The additional matching requirement in pass@o ensures adherence to prescribed OOP design, thereby penalizing code that is functionally correct but structurally or semantically deficient.
4. Automated Test Case Augmentation
Addressing a major shortcoming of previous benchmarks, which typically offered limited test coverage (often fewer than ten test cases per problem), MultiOOP incorporates an automated test augmentation pipeline to bolster evaluation rigor.

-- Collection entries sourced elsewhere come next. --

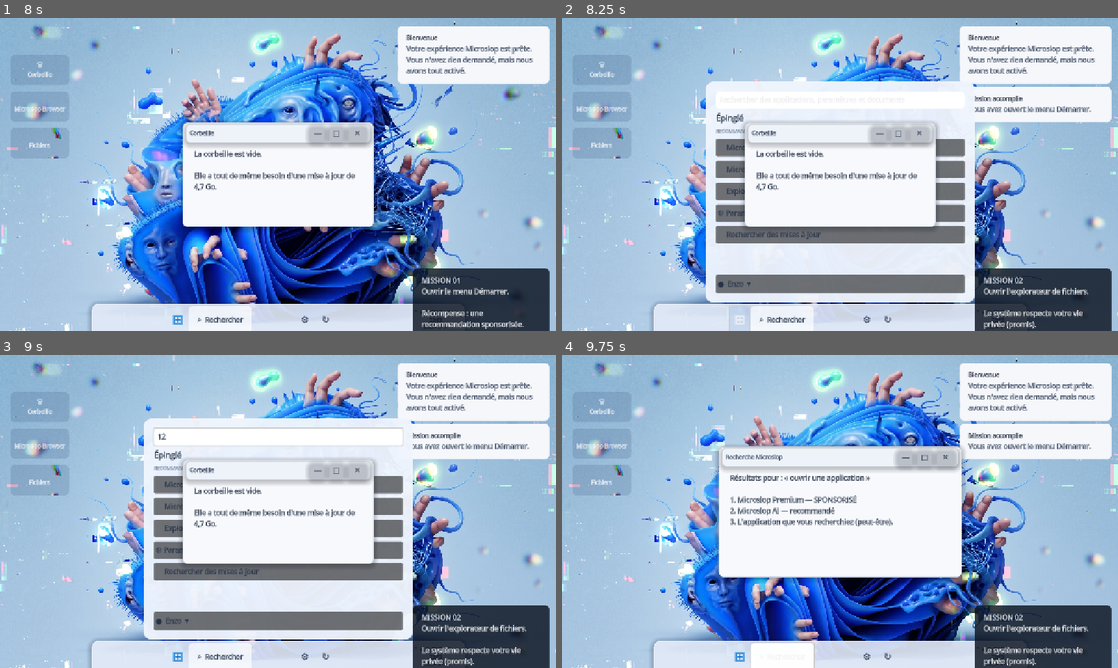
Above: before the commit, frames 1-4 (two rows, left to right).
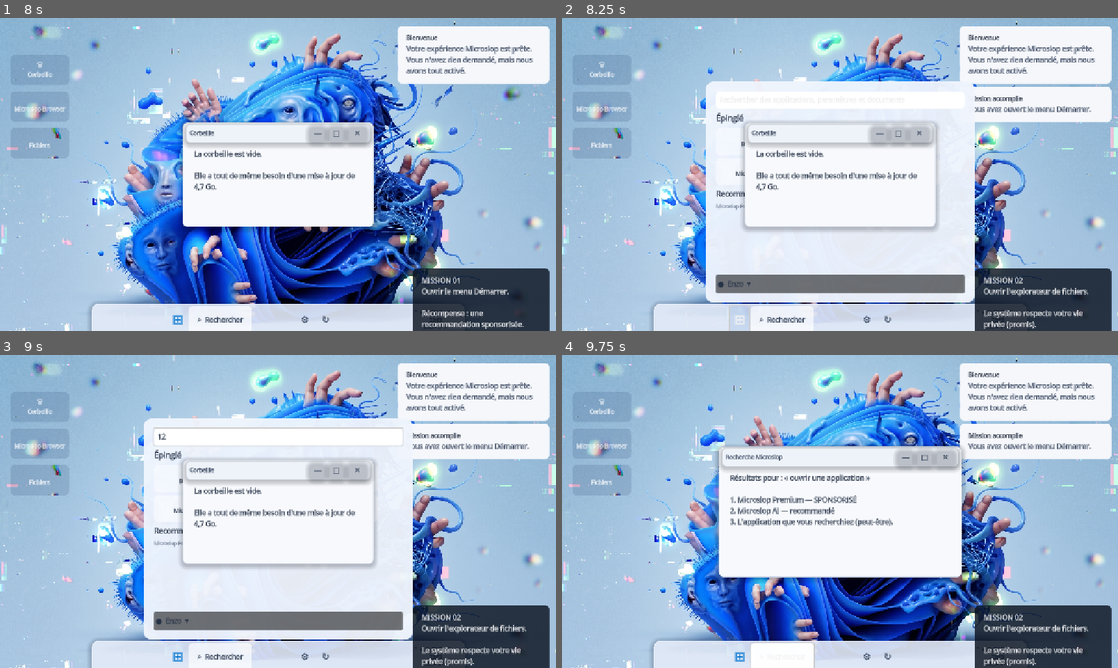
Above: after the commit, the same moments.

Repository: Likounsee/Microslop-Experience
Game: Godot game, scene res://scenes/desktop.tscn
The game is run twice, just before and just after one commit, with the same random seed, the same clock (stepped at 60 frames per second) and the same inputs.
Inputs (mouse positions are in pixels of both pictures, inside the frame that each line leads up to):
- Up to frame 1 (8 s): click "🗑 Corbeille" at 0.5 s; click "🌐 Microslop Browser" at 1.25 s; click "📁 Fichiers" at 2 s; click "—" at 2.75 s; click "□" at 3.5 s; click "✕" at 4.25 s; click "—" at 5 s; click "□" at 5.75 s; click "✕" at 6.5 s; click "—" at 7.25 s
- Up to frame 2 (8.25 s): click "⊞" at 8 s
- Up to frame 3 (9 s): click (278, 436) at 8.77 s; type "12" at 8.85 s
- Up to frame 4 (9.75 s): click "⌕ Rechercher" at 9.5 s

Frame 1 is identical in both runs. In frame 2, 4.8% of the frame differs, in the area x 27-73%, y 35-72%; in frame 3, 4.8%; in frame 4, nothing differs.

Commit message:
Redesign Start menu with Windows 11 pinned app grid

Diff:
--- a/scripts/desktop.gd
+++ b/scripts/desktop.gd
@@ -292,17 +292,29 @@
 	heading.add_theme_color_override("font_color", Color("1d2a40"))
 	layout.add_child(heading)
 
+	var pinned := GridContainer.new()
+	pinned.columns = 3
+	pinned.add_theme_constant_override("h_separation", 6)
+	pinned.add_theme_constant_override("v_separation", 6)
+	layout.add_child(pinned)
+	_add_pinned_app(pinned, "🌐", "Browser", _open_browser)
+	_add_pinned_app(pinned, "📁", "Fichiers", _open_files)
+	_add_pinned_app(pinned, "⚙", "Paramètres", _open_settings)
+	_add_pinned_app(pinned, "✨", "Microslop AI", _open_ai)
+	_add_pinned_app(pinned, "↻", "Mise à jour", _trigger_update)
+	_add_pinned_app(pinned, "🗑", "Corbeille", _open_recycle_bin)
+
+	var recommended := Label.new()
+	recommended.text = "Recommandé"
+	recommended.add_theme_font_size_override("font_size", 17)
+	recommended.add_theme_color_override("font_color", Color("1d2a40"))
+	layout.add_child(recommended)
+
 	var sponsored := Label.new()
-	sponsored.text = "RECOMMANDÉ POUR VOUS · SPONSORISÉ"
+	sponsored.text = "Microslop Premium · SPONSORISÉ · 3 % de productivité en plus"
 	sponsored.add_theme_font_size_override("font_size", 11)
 	sponsored.add_theme_color_override("font_color", Color("68758c"))
 	layout.add_child(sponsored)
-
-	_add_menu_button(layout, "✨ Microslop AI — recommandé", _open_ai)
-	_add_menu_button(layout, "🌐 Microslop Browser", _open_browser)
-	_add_menu_button(layout, "📁 Explorateur de fichiers", _open_files)
-	_add_menu_button(layout, "⚙ Paramètres", _open_settings)
-	_add_menu_button(layout, "🔄 Rechercher des mises à jour", _trigger_update)
 
 	var spacer := Control.new()
 	spacer.size_flags_vertical = Control.SIZE_EXPAND_FILL
@@ -349,6 +361,17 @@
 	_mission_label.autowrap_mode = TextServer.AUTOWRAP_WORD_SMART
 	_mission_label.add_theme_color_override("font_color", Color.WHITE)
 	margin.add_child(_mission_label)
+
+func _add_pinned_app(parent: GridContainer, glyph: String, caption: String, callback: Callable) -> void:
+	var button := Button.new()
+	button.text = "%s\n%s" % [glyph, caption]
+	button.custom_minimum_size = Vector2(168, 62)
+	button.add_theme_font_size_override("font_size", 13)
+	button.add_theme_color_override("font_color", Color("263247"))
+	button.add_theme_stylebox_override("normal", _flat_style(Color(1, 1, 1, 0.46), 10))
+	button.add_theme_stylebox_override("hover", _flat_style(Color(0.78, 0.86, 0.97, 0.92), 10))
+	button.pressed.connect(callback)
+	parent.add_child(button)
 
 func _add_menu_button(parent: VBoxContainer, caption: String, callback: Callable) -> void:
 	var button := Button.new()

The augmentation proceeds in three phases:
- Test Generation: The LLM (e.g., GPT-4o) is prompted with the reference implementation and example tests, producing candidate test cases.
- Test Validation: Each candidate is executed on the ground-truth code; only passing and valid cases are retained, with approximately 18 unique positive assertions per task being typical.

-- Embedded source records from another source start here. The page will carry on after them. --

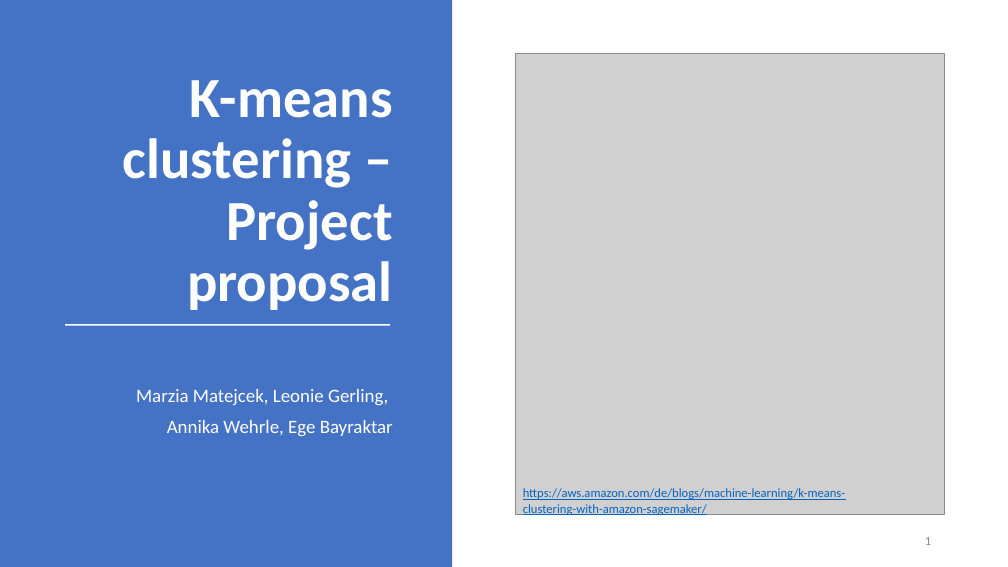
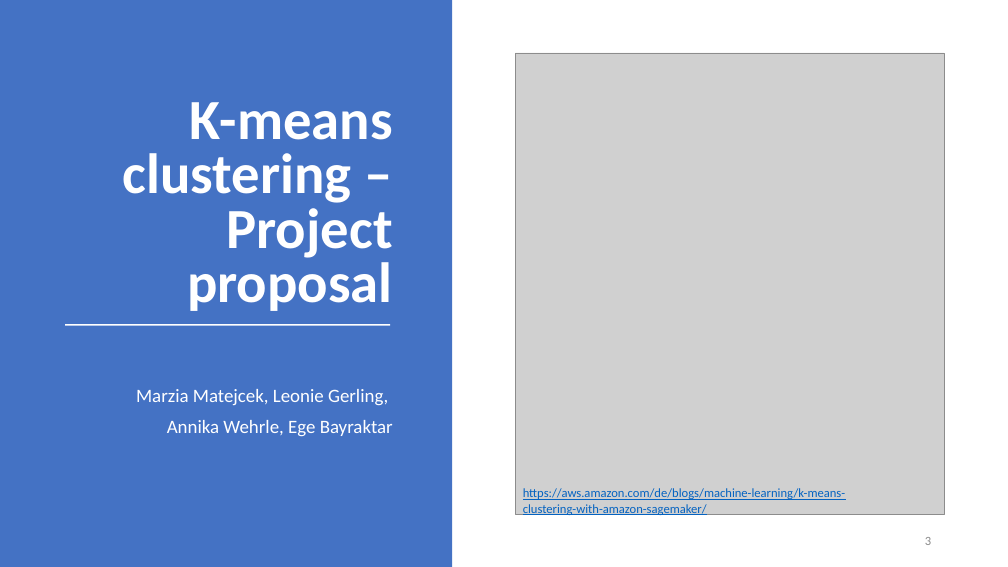
Before and after one commit to datascience-mobi/group-01-project-4-1, a slide deck: slide 3 of K-means clustering.pptx (slide 1 before the commit). Drawn at 1008x567 pixels with LibreOffice and Linux fonts; fonts in the diff are those of the drawing; grey boxes stand for pictures. Boxes give left, top, right and bottom in pixels: in the first picture for what was removed or moved away, otherwise in the second. Text is boxed around its words. In the diff, an @@ line names an element or a change of style, - is before the commit and + after.

Commit message:
New

```diff
--- a/K-means clustering.pptx
+++ b/K-means clustering.pptx
@@ text "K-means clustering – Project proposal" at <box>123,102,393,311</box>: line spacing 0.9 to 0.8 @@
@@ page number at <box>925,537,931,545</box>: text changed @@
-1
+3
```
Also in this commit, not shown: 5 slides added.

- Cross-Language Translation: Validated tests are programmatically rendered in each of the six target languages using the main translation engine.

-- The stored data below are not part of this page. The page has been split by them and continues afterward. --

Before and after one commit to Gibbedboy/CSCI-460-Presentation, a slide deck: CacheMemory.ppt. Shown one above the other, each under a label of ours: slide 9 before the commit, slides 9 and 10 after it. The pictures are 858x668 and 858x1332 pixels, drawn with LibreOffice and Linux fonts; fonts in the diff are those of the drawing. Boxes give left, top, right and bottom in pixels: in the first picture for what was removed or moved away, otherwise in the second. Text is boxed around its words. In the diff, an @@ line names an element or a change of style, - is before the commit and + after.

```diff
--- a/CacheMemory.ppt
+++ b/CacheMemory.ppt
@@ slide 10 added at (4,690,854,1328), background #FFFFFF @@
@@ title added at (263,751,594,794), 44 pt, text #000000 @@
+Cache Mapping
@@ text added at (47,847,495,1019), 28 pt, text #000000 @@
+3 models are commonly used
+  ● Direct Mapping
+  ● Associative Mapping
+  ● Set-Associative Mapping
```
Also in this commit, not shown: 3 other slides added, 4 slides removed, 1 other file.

Branch coverage analysis confirms that increasing the test count (to roughly 15–20 per task) substantially reduces accidental passes and enhances discriminative power, leading to more accurate performance characterization.
5. Experimental Evaluation and Key Findings
Evaluation of 14 contemporary LLMs under zero-shot prompting on MultiOOP revealed three salient patterns:
- Performance Degradation on OOP Tasks: Pass@1 scores for MultiOOP are up to 65.6 percentage points lower than on function-level benchmarks like HumanEval, indicating that object-oriented code generation is significantly more challenging.
- Cross-Language Variability: A marked disparity in model generalization exists across languages. For example, GPT-4o mini achieved 48.06% pass@1 in Python but only 0.12%–15.26% in PHP, C++, C#, Java, and JavaScript under identical conditions. This demonstrates limited robustness or transfer for OOP concepts beyond dominant training languages.
- Conceptual Fidelity Gap: The pass@o metric scores are consistently 1.1–19.2 points lower than pass@k, evidencing that LLMs, while often producing runnable code, do not reliably instantiate the intended OOP abstractions as specified in the natural language requirements.
A summary table (values directly as claimed in the data):
| Language | pass@1 (GPT-4o mini) |
|---|---|
| Python | 48.06% |
| Others | 0.12%–15.26% |
This suggests that advances in multilingual and OOP-aware code synthesis remain necessary to bridge observed deficiencies.
6. Dataset Availability and Community Impact
The MultiOOP benchmark, including all curated tasks, pass@o metric implementation, translation infrastructure, and evaluation scripts, is publicly released to foster reproducible, community-driven advancement in LLM-based code synthesis. The benchmark and related tools are accessible at:
- GitHub: https://github.com/alphadl/OOP-eval
- HuggingFace Datasets: https://huggingface.co/datasets/codeai-dteam/MultiOOP
By combining cross-language parity, OOP structural scrutiny, and comprehensive test coverage, MultiOOP provides an essential platform for diagnosing and improving the OOP abstraction ability and multilingual versatility of next-generation code LLMs.
7. Significance and Research Outlook
MultiOOP directly addresses the deficits of previous evaluation regimes characterized by single-language focus, granular code completion (function-level or below), and meager test coverage. It establishes a robust, scalable standard for measuring LLMs’ comprehension and instantiation of critical OOP paradigms in real-world programming environments. The observed gaps—substantial multilingual performance drop and persistent OOP concept mismatches—highlight target areas for future model development and benchmark refinement. A plausible implication is that progress in LLM architecting, multilingual training, and explicit OOP grounding will be measurable via improved, discriminative performance on MultiOOP, thereby guiding the field toward models exhibiting practical and conceptual mastery of diverse software engineering tasks (Wang et al., 30 Sep 2025).